*AIM OF THE TASK*
If a line in the records below includes the word "thrifty", count it, then give the total and nothing else.

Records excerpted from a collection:
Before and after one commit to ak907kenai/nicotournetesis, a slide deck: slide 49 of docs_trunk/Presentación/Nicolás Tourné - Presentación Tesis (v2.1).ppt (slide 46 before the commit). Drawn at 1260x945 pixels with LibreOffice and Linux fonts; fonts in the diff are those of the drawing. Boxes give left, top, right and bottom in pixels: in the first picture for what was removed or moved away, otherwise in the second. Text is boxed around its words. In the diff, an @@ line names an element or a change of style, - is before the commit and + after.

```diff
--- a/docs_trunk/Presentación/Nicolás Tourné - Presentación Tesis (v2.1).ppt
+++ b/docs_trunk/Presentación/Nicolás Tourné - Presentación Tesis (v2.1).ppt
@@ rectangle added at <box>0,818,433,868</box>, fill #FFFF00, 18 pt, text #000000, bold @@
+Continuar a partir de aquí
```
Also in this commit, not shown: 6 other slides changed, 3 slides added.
--
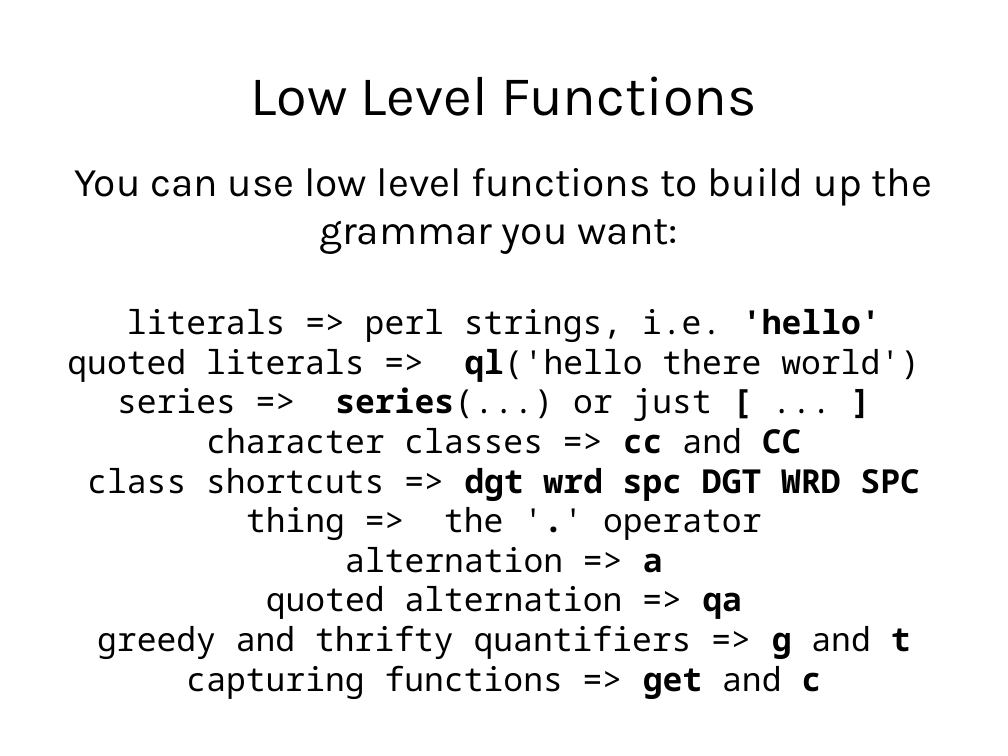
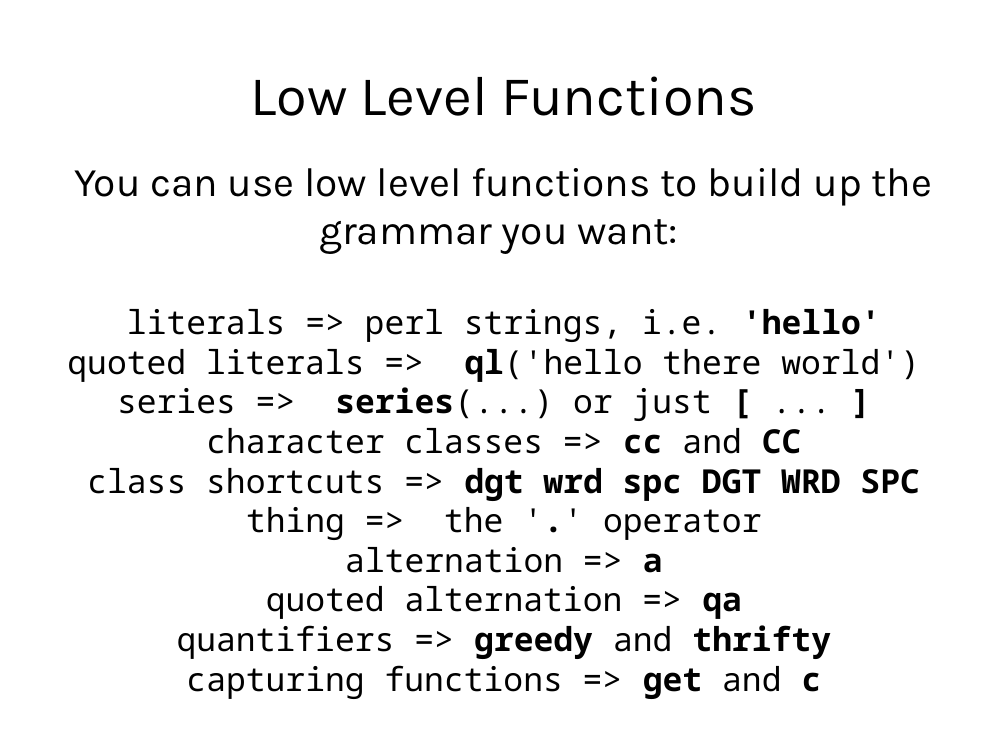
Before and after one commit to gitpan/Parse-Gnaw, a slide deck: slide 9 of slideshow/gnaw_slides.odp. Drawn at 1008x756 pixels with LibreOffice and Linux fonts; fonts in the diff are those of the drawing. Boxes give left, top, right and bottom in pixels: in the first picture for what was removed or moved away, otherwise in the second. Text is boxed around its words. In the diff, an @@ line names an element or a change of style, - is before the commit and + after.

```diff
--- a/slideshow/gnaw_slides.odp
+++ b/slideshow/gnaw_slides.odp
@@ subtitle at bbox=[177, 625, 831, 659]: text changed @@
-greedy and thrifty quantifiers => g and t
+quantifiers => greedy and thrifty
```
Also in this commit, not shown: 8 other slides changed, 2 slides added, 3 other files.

*RESULT*
2